CRISPER's First Human Trial

By Khanh Nugyen

The newly developed gene editing technology CRISPR-Cas9 has become more and more popular as it has become relatively cheaper and more accessible. This fast way of moving genes around and cleanly removing them had essentially revolutionized the way doctors and scientists look at and treat diseases. Scientists have used this CRISPR technique to fix mutations that cause blindness and were able to even stunt the growth of cancer cells. Simply put, this new editing technology holds promise for new treatment of virulent genetic diseases.

CRISPR is an acronym for Clustered Regularly Interspaced Short Palindromic Repeats, which are segments of DNA that contains short and repetitive base sequences. It works to protect bacteria from a repeated viral attack, and the specificity of CRISPR-based in destroying invading viruses is not just useful for bacteria but also in areas like basic research and medicine. The introduction of CRISPR will probably spark a race for the development of the best biotechnology across the world.

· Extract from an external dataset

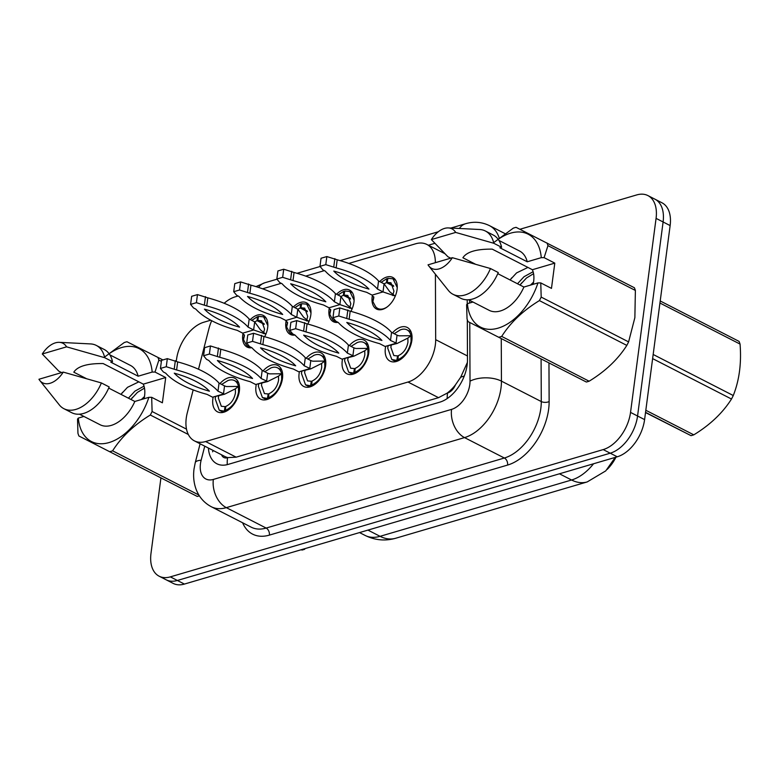 <?xml version="1.0" encoding="UTF-8"?>
<svg xmlns="http://www.w3.org/2000/svg" width="779" height="779" viewBox="0 0 779 779"><rect width="100%" height="100%" fill="white"/><g stroke="black" fill="none" stroke-linecap="round" stroke-linejoin="round"><path stroke-width="1.17" d="M379.685 281.579A17.771 10.896 117.1 0 1 392.713 277.402A17.771 10.896 117.1 0 1 397.066 289.554A17.771 10.896 117.1 0 1 388.974 305.407A17.771 10.896 117.1 0 1 376.5 309.039A17.771 10.896 117.1 0 1 372.158 296.887A17.771 10.896 117.1 0 1 372.42 295.28M338.057 322.37A17.771 10.896 117.1 0 1 333.373 321.717A17.771 10.896 117.1 0 1 329.03 309.565A17.771 10.896 117.1 0 1 329.293 307.968M336.557 294.258A17.771 10.896 117.1 0 1 349.586 290.08A17.771 10.896 117.1 0 1 353.939 302.242A17.771 10.896 117.1 0 1 350.92 311.366M294.929 335.048A17.771 10.896 117.1 0 1 290.246 334.405A17.771 10.896 117.1 0 1 285.893 322.243A17.771 10.896 117.1 0 1 286.166 320.646M293.43 306.936A17.771 10.896 117.1 0 1 306.459 302.768A17.771 10.896 117.1 0 1 310.811 314.92A17.771 10.896 117.1 0 1 307.793 324.045M251.802 347.726A17.771 10.896 117.1 0 1 247.118 347.083A17.771 10.896 117.1 0 1 242.766 334.931A17.771 10.896 117.1 0 1 243.038 333.334M250.302 319.624A17.771 10.896 117.1 0 1 263.331 315.446A17.771 10.896 117.1 0 1 267.684 327.599A17.771 10.896 117.1 0 1 264.665 336.723M392.489 332.837A18.91 11.588 117.1 0 1 407.242 327.453A18.91 11.588 117.1 0 1 411.867 340.384A18.91 11.588 117.1 0 1 403.259 357.249A18.91 11.588 117.1 0 1 389.997 361.105A18.91 11.588 117.1 0 1 385.362 348.174A18.91 11.588 117.1 0 1 385.605 346.704M349.362 345.525A18.91 11.588 117.1 0 1 364.114 340.131A18.91 11.588 117.1 0 1 368.74 353.062A18.91 11.588 117.1 0 1 360.132 369.928A18.91 11.588 117.1 0 1 346.869 373.784A18.91 11.588 117.1 0 1 342.234 360.852A18.91 11.588 117.1 0 1 342.478 359.382M306.235 358.204A18.91 11.588 117.1 0 1 320.987 352.819A18.91 11.588 117.1 0 1 325.612 365.75A18.91 11.588 117.1 0 1 317.004 382.616A18.91 11.588 117.1 0 1 303.742 386.472A18.91 11.588 117.1 0 1 299.107 373.54A18.91 11.588 117.1 0 1 299.35 372.07M263.107 370.892A18.91 11.588 117.1 0 1 277.86 365.497A18.91 11.588 117.1 0 1 282.485 378.428A18.91 11.588 117.1 0 1 273.877 395.294A18.91 11.588 117.1 0 1 260.614 399.15A18.91 11.588 117.1 0 1 255.979 386.218A18.91 11.588 117.1 0 1 256.223 384.748M219.98 383.57A18.91 11.588 117.1 0 1 234.722 378.185A18.91 11.588 117.1 0 1 239.357 391.107A18.91 11.588 117.1 0 1 230.75 407.972A18.91 11.588 117.1 0 1 217.487 411.838A18.91 11.588 117.1 0 1 212.852 398.906A18.91 11.588 117.1 0 1 213.095 397.436M193.173 389.919L187.311 412.724A33.322 20.429 -62.9 0 0 186.259 418.089A33.322 20.429 -62.9 0 0 194.419 440.875A33.322 20.429 -62.9 0 0 205.627 441.537L408.001 382.031A33.322 20.429 -62.9 0 0 435.685 339.683L435.403 274.227M455.511 384.758A33.322 20.429 117.1 0 1 447.117 393.152L447.526 393.035A11.11 6.807 -62.9 0 0 455.511 384.758L460.701 377.202L467.39 362.41M221.528 454.77A11.11 6.807 -62.9 0 0 227.556 457.711L227.965 457.594A33.322 20.429 117.1 0 1 224.878 456.494L194.419 440.875M607.201 469.377A29.992 18.384 -62.9 0 0 615.975 457.166M227.965 457.594L236.134 457.176L438.519 397.67L447.117 393.152M211.693 320.705A33.322 20.429 -62.9 0 0 208.938 328.65L198.499 369.227M238.072 295.991L235.229 296.828A33.322 20.429 -62.9 0 0 224.167 303.274M435.354 262.689L435.344 262.065A33.322 20.429 -62.9 0 0 426.853 244.44A33.322 20.429 -62.9 0 0 415.645 243.778L348.826 263.429M324.327 270.634L305.689 276.107M281.2 283.313L262.562 288.795M519.924 229.269L636.716 194.925A33.322 20.429 117.1 0 1 647.924 195.587A33.322 20.429 117.1 0 1 656.074 218.373L630.532 412.403L637.563 416.005A33.322 20.429 117.1 0 1 610.22 453.193L177.378 580.472A33.322 20.429 117.1 0 1 166.18 579.81A33.322 20.429 117.1 0 0 177.378 580.472L610.22 453.193A33.322 20.429 117.1 0 0 637.563 416.005L663.104 221.976L637.563 416.005L644.593 419.608A33.322 20.429 117.1 0 1 617.25 456.796L184.409 584.075A33.322 20.429 117.1 0 1 173.211 583.413L159.15 576.207A33.322 20.429 117.1 0 1 150.99 553.421L160.912 478.024M647.924 195.587L654.954 199.19A33.322 20.429 117.1 0 1 663.104 221.976A33.322 20.429 117.1 0 0 654.954 199.19L661.984 202.793A33.322 20.429 117.1 0 1 670.135 225.579L644.593 419.608M208.412 448.052A33.322 20.429 -62.9 0 0 216.844 463.758A33.322 20.429 -62.9 0 0 228.052 464.42L439.794 402.159A33.322 20.429 -62.9 0 0 467.478 359.81L467.303 319.702M176.297 361.183L176.531 359.392A33.322 20.429 117.1 0 1 203.884 322.204L210.72 320.198M630.532 412.403A33.322 20.429 117.1 0 1 603.189 449.59L170.348 576.869A33.322 20.429 117.1 0 1 159.15 576.207M442.823 251.666L441.635 252.016M467.234 303.888L467.215 299.808M160.445 368.438L161.516 360.346L167.329 358.642L177.68 361.894A73.869 29.359 7.5 0 1 219.045 383.093L224.547 385.907L223.485 393.999L212.579 397.202L207.087 394.378A73.869 29.359 7.5 0 1 165.713 373.18L163.376 371.982L160.445 368.438L166.268 366.724L176.619 369.976A73.869 29.359 7.5 0 1 217.984 391.175L224.547 394.213L235.355 388.828L235.453 392.889C234.138 399.549 230.915 404.048 225.793 406.404L225.404 410.406C232.376 407.203 236.767 401.058 238.559 391.973L238.442 386.433A16.661 10.215 -62.9 0 0 234.489 380.58A16.661 10.215 -62.9 0 0 227.799 380.629A16.661 10.215 -62.9 0 0 227.361 380.814M215.491 397.212L215.208 398.838L219.288 410.241L225.822 411.439M224.381 410.699L225.053 406.619L221.314 406.278L218.324 397.923L218.85 395.45M209.424 391.185A64.978 25.824 7.5 0 1 174.272 373.17A64.978 25.824 7.5 0 1 209.424 391.185M219.045 383.093L217.984 391.175M177.68 361.894L176.619 369.976M167.329 358.642L166.268 366.724M175.333 360.696L174.272 368.779M235.355 388.828L238.442 386.433L226.465 386.55L224.547 385.907M224.547 394.213L212.579 397.202M225.404 410.406L226.631 411.03M225.053 406.619L225.744 406.979M244.363 334.853L244.246 335.837M242.727 333.159L253.623 329.955L248.121 327.141A73.869 29.359 -172.5 0 0 206.756 305.933L196.405 302.68L190.582 304.394L193.513 307.939L195.86 309.146A73.869 29.359 -172.5 0 0 237.225 330.345L242.727 333.159L244.421 335.72L243.496 339.654L246.252 344.727A16.661 10.215 -62.9 0 0 248.404 346.499A16.661 10.215 -62.9 0 0 250.702 347.171M267.849 325.564L263.604 316.839L258.511 316.371L257.839 320.451L261.578 320.792L264.568 329.147L263.36 333.597M254.723 321.893L257.099 320.666L264.295 324.366M204.419 309.136A64.978 25.824 -172.5 0 0 239.562 327.141A64.978 25.824 -172.5 0 0 204.419 309.136M265.863 334.21L260.41 329.829L254.684 321.873L249.192 319.049A73.869 29.359 -172.5 0 0 207.818 297.851L197.467 294.598L191.653 296.312L190.582 304.394M248.121 327.141L249.192 319.049M206.756 305.933L207.818 297.851M204.41 304.735L205.481 296.653M196.405 302.68L197.467 294.598M264.841 333.763L253.623 329.955L254.684 321.873M257.099 320.666L257.489 316.673L258.385 317.131M257.839 320.451L264.042 323.626M257.489 316.673L251.773 320.373M203.572 355.75L204.643 347.668L210.457 345.954L220.808 349.216A73.869 29.359 7.5 0 1 262.182 370.414L267.674 373.229L266.613 381.311L255.716 384.514L250.215 381.7A73.869 29.359 7.5 0 1 208.84 360.502L206.503 359.304L203.572 355.75L209.395 354.036L219.746 357.298A73.869 29.359 7.5 0 1 261.111 378.497L267.674 381.535L278.483 376.14L278.58 380.21C277.266 386.861 274.042 391.37 268.921 393.726L268.531 397.718C275.503 394.525 279.895 388.38 281.686 379.295L281.57 373.754A16.661 10.215 -62.9 0 0 277.616 367.892A16.661 10.215 -62.9 0 0 270.926 367.941A16.661 10.215 -62.9 0 0 270.488 368.136M258.618 384.534L258.336 386.16L262.416 397.553L268.959 398.76M267.509 398.02L268.18 393.94L264.441 393.599L261.452 385.245L261.978 382.762M252.552 378.506A64.978 25.824 7.5 0 1 217.399 360.492A64.978 25.824 7.5 0 1 252.552 378.506M262.182 370.414L261.111 378.497M220.808 349.216L219.746 357.298M210.457 345.954L209.395 354.036M218.461 348.009L217.399 356.091M278.483 376.14L281.57 373.754L269.592 373.871L267.674 373.229M267.674 381.535L255.716 384.514M268.531 397.718L269.758 398.351M268.18 393.94L268.872 394.291M246.7 343.072L247.771 334.98L253.584 333.276L263.935 336.528A73.869 29.359 7.5 0 1 305.31 357.727L310.802 360.541L309.74 368.633L298.844 371.836L293.342 369.022A73.869 29.359 7.5 0 1 251.977 347.814L249.631 346.616L246.7 343.072L252.523 341.358L262.874 344.61A73.869 29.359 7.5 0 1 304.238 365.809L310.802 368.857L321.61 363.462L321.708 367.522C320.393 374.183 317.17 378.691 312.058 381.038L311.658 385.04C318.63 381.837 323.022 375.702 324.824 366.607L324.697 361.067A16.661 10.215 -62.9 0 0 320.744 355.214A16.661 10.215 -62.9 0 0 314.064 355.263A16.661 10.215 -62.9 0 0 313.616 355.448M301.746 371.846L301.463 373.482L305.543 384.875L312.087 386.072M310.636 385.332L311.308 381.262L307.569 380.921L304.579 372.557L305.105 370.083M295.679 365.818A64.978 25.824 7.5 0 1 260.527 347.814A64.978 25.824 7.5 0 1 295.679 365.818M305.31 357.727L304.238 365.809M263.935 336.528L262.874 344.61M253.584 333.276L252.523 341.358M261.588 335.33L260.527 343.412M321.61 363.462L324.697 361.067L312.72 361.193L310.802 360.541M310.802 368.857L298.844 371.836M311.658 385.04L312.885 385.663M311.308 381.262L311.999 381.613M289.827 330.384L290.898 322.302L296.711 320.588L307.062 323.85A73.869 29.359 7.5 0 1 348.437 345.048L353.929 347.862L352.868 355.945L341.971 359.148L336.47 356.334A73.869 29.359 7.5 0 1 295.105 335.136L292.758 333.938L289.827 330.384L295.65 328.68L306.001 331.932A73.869 29.359 7.5 0 1 347.366 353.13L353.929 356.169L364.738 350.784L364.835 354.844C363.52 361.495 360.307 366.003 355.185 368.36L354.786 372.352C361.768 369.158 366.149 363.014 367.951 353.929L367.824 348.388A16.661 10.215 -62.9 0 0 363.871 342.536A16.661 10.215 -62.9 0 0 357.191 342.585A16.661 10.215 -62.9 0 0 356.743 342.77M344.873 359.168L344.591 360.794L348.671 372.187L355.214 373.394M353.763 372.654L354.435 368.574L350.696 368.233L347.707 359.879L348.232 357.395M338.807 353.14A64.978 25.824 7.5 0 1 303.664 335.126A64.978 25.824 7.5 0 1 338.807 353.14M348.437 345.048L347.366 353.13M307.062 323.85L306.001 331.932M296.711 320.588L295.65 328.68M304.716 322.642L303.654 330.734M364.738 350.784L367.824 348.388L355.847 348.505L353.929 347.862M353.929 356.169L341.971 359.148M354.786 372.352L356.013 372.985M354.435 368.574L355.127 368.934M332.954 317.705L334.025 309.623L339.839 307.909L350.19 311.162A73.869 29.359 7.5 0 1 391.564 332.36L397.056 335.184L395.995 343.266L385.099 346.47L379.597 343.656A73.869 29.359 7.5 0 1 338.232 322.457L335.885 321.25L332.954 317.705L338.777 315.992L349.128 319.254A73.869 29.359 7.5 0 1 390.493 340.452L397.056 343.49L407.865 338.096L407.962 342.156C406.648 348.817 403.434 353.325 398.312 355.672L397.913 359.674C404.895 356.48 409.277 350.336 411.078 341.241L410.952 335.71A16.661 10.215 -62.9 0 0 406.998 329.848A16.661 10.215 -62.9 0 0 400.318 329.897A16.661 10.215 -62.9 0 0 399.87 330.092M388 346.489L387.718 348.116L391.798 359.508L398.342 360.716M396.891 359.976L397.563 355.896L393.823 355.555L390.834 347.2L391.36 344.717M381.934 340.462A64.978 25.824 7.5 0 1 346.791 322.448A64.978 25.824 7.5 0 1 381.934 340.462M391.564 332.36L390.493 340.452M350.19 311.162L349.128 319.254M339.839 307.909L338.777 315.992M347.853 309.964L346.782 318.046M407.865 338.096L410.952 335.71L398.975 335.827L397.056 335.184M397.056 343.49L385.099 346.47M397.913 359.674L399.14 360.297M397.563 355.896L398.254 356.246M287.49 322.165L287.373 323.158M285.854 320.481L296.75 317.267L291.249 314.453A73.869 29.359 -172.5 0 0 249.884 293.255L239.533 290.002L233.71 291.706L236.641 295.26L238.987 296.458A73.869 29.359 -172.5 0 0 280.352 317.657L285.854 320.481L287.548 323.032L286.623 326.966L289.379 332.049A16.661 10.215 -62.9 0 0 291.541 333.811A16.661 10.215 -62.9 0 0 293.829 334.483M310.977 312.885L306.731 304.151L301.639 303.693L300.967 307.773L304.706 308.114L307.695 316.469L306.488 320.909M297.851 309.205L300.227 307.987L307.423 311.678M247.547 296.448A64.978 25.824 -172.5 0 0 282.689 314.463A64.978 25.824 -172.5 0 0 247.547 296.448M308.99 321.523L303.537 317.15L297.812 309.185L292.32 306.371A73.869 29.359 -172.5 0 0 250.945 285.172L240.594 281.91L234.781 283.624L233.71 291.706M291.249 314.453L292.32 306.371M249.884 293.255L250.945 285.172M247.537 292.057L248.608 283.965M239.533 290.002L240.594 281.91M307.968 321.075L296.75 317.267L297.812 309.185M300.227 307.987L300.616 303.985L301.512 304.453M300.967 307.773L307.169 310.948M300.616 303.985L294.9 307.695M330.617 309.487L330.5 310.47M332.516 319.351A16.661 10.215 -62.9 0 0 334.668 321.133A16.661 10.215 -62.9 0 0 336.956 321.805M354.104 300.207L349.859 291.473L344.766 291.005L344.094 295.085L347.833 295.426L350.823 303.781L349.615 308.231M352.118 308.844L346.665 304.462L340.939 296.507L343.354 295.309L350.55 299M282.115 283.78A73.869 29.359 -172.5 0 0 323.48 304.978L328.981 307.793L339.878 304.589L334.376 301.775A73.869 29.359 -172.5 0 0 293.011 280.576L282.66 277.314L276.837 279.028L279.768 282.573L282.115 283.78M290.674 283.77A64.978 25.824 -172.5 0 0 325.817 301.785A64.978 25.824 -172.5 0 0 290.674 283.77M351.095 308.396L339.878 304.589L340.939 296.507L335.447 293.683A73.869 29.359 -172.5 0 0 294.072 272.484L283.722 269.232L277.908 270.946L276.837 279.028M334.376 301.775L335.447 293.683M293.011 280.576L294.072 272.484M290.664 279.369L291.736 271.287M282.66 277.314L283.722 269.232M332.506 319.361L329.751 314.288L330.676 310.354L328.981 307.793M343.354 295.309L343.743 291.307L344.639 291.765M344.094 295.085L350.297 298.26M343.743 291.307L338.028 295.007M373.745 296.799L373.628 297.792M372.109 295.114L383.005 291.911L377.513 289.087A73.869 29.359 -172.5 0 0 336.138 267.888L325.788 264.636L319.974 266.35L322.896 269.894L325.242 271.092A73.869 29.359 -172.5 0 0 366.607 292.291L372.109 295.114L373.803 297.675L372.878 301.609L375.634 306.683A16.661 10.215 -62.9 0 0 377.796 308.445A16.661 10.215 -62.9 0 0 387.329 306.819M397.232 287.519L392.986 278.794L387.893 278.327L387.221 282.407L390.961 282.748L393.95 291.103L392.743 295.543M384.115 283.838L386.481 282.621L393.687 286.312M333.802 271.082A64.978 25.824 -172.5 0 0 368.954 289.097A64.978 25.824 -172.5 0 0 333.802 271.082M395.245 296.166L389.792 291.784L384.066 283.819L378.575 281.005A73.869 29.359 -172.5 0 0 337.2 259.806L326.849 256.554L321.036 258.258L319.974 266.35M377.513 289.087L378.575 281.005M336.138 267.888L337.2 259.806M333.792 266.691L334.863 258.609M325.788 264.636L326.849 256.554M394.223 295.718L383.005 291.911L384.066 283.819M386.481 282.621L386.871 278.629L387.767 279.086M387.221 282.407L393.424 285.581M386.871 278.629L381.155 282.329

Editing genes in a lab is one achievable thing, actually attempting it in a human genome is a challenge that researchers and scientists are still trying to overcome. It is so difficult to get it to work in a human body because Cas9 is bulky and the journey to our genes is much more difficult than we think. Its main problem is the drug delivery.

Recently, however, scientists have proposed to bring CRISPR into our genes to battle cancer. Scientists at the University of Pennsylvania are hoping to use this technology to edit genes in a patient’s own immune cells to attempt to attack any malignant tumors at the any first signs of growth. The trial actually, however, will test the safety of CRISPR before it moves on to effectiveness so it will need to be approved by the FDA and the university’s ethics board.

Gene editing has been attempted before, but what is different this time is that CRISPR will attempt to edit three different genes at a time, which is very difficult to accomplish. Scientists can now have the power to improve other genes that lengthen the lifespan of T cells while simultaneously giving them better targeting power with CRISPR. The new trial hopes to solve the issue that surfaced in a previous cell therapy trial.

The plan will require 18 patients with different types of cancer that have stopped responding to their treatments. Scientists will use CRISPR instead of T cells and attempt to simultaneously edit three genes at a time and will continue to monitor the status of the cancer. However, some complications with using CRISPR include editing the wrong segments of DNA, creating new mutations for diseases or even other cancers, and getting this human trial approved. Since the university had some complications with gene therapy in the past with Jesse Gelsinger, a patient who died during a clinical trial, it will definitely be difficult to get this approved by the board.

If approved, this editing technology might be our cure to cancer including a lot of other genetic diseases such as cystic fibrosis and muscular dystrophy. Although the world is still waiting to see the results of this trail, CRISPR has undoubtedly become one of the most valuable tool in research.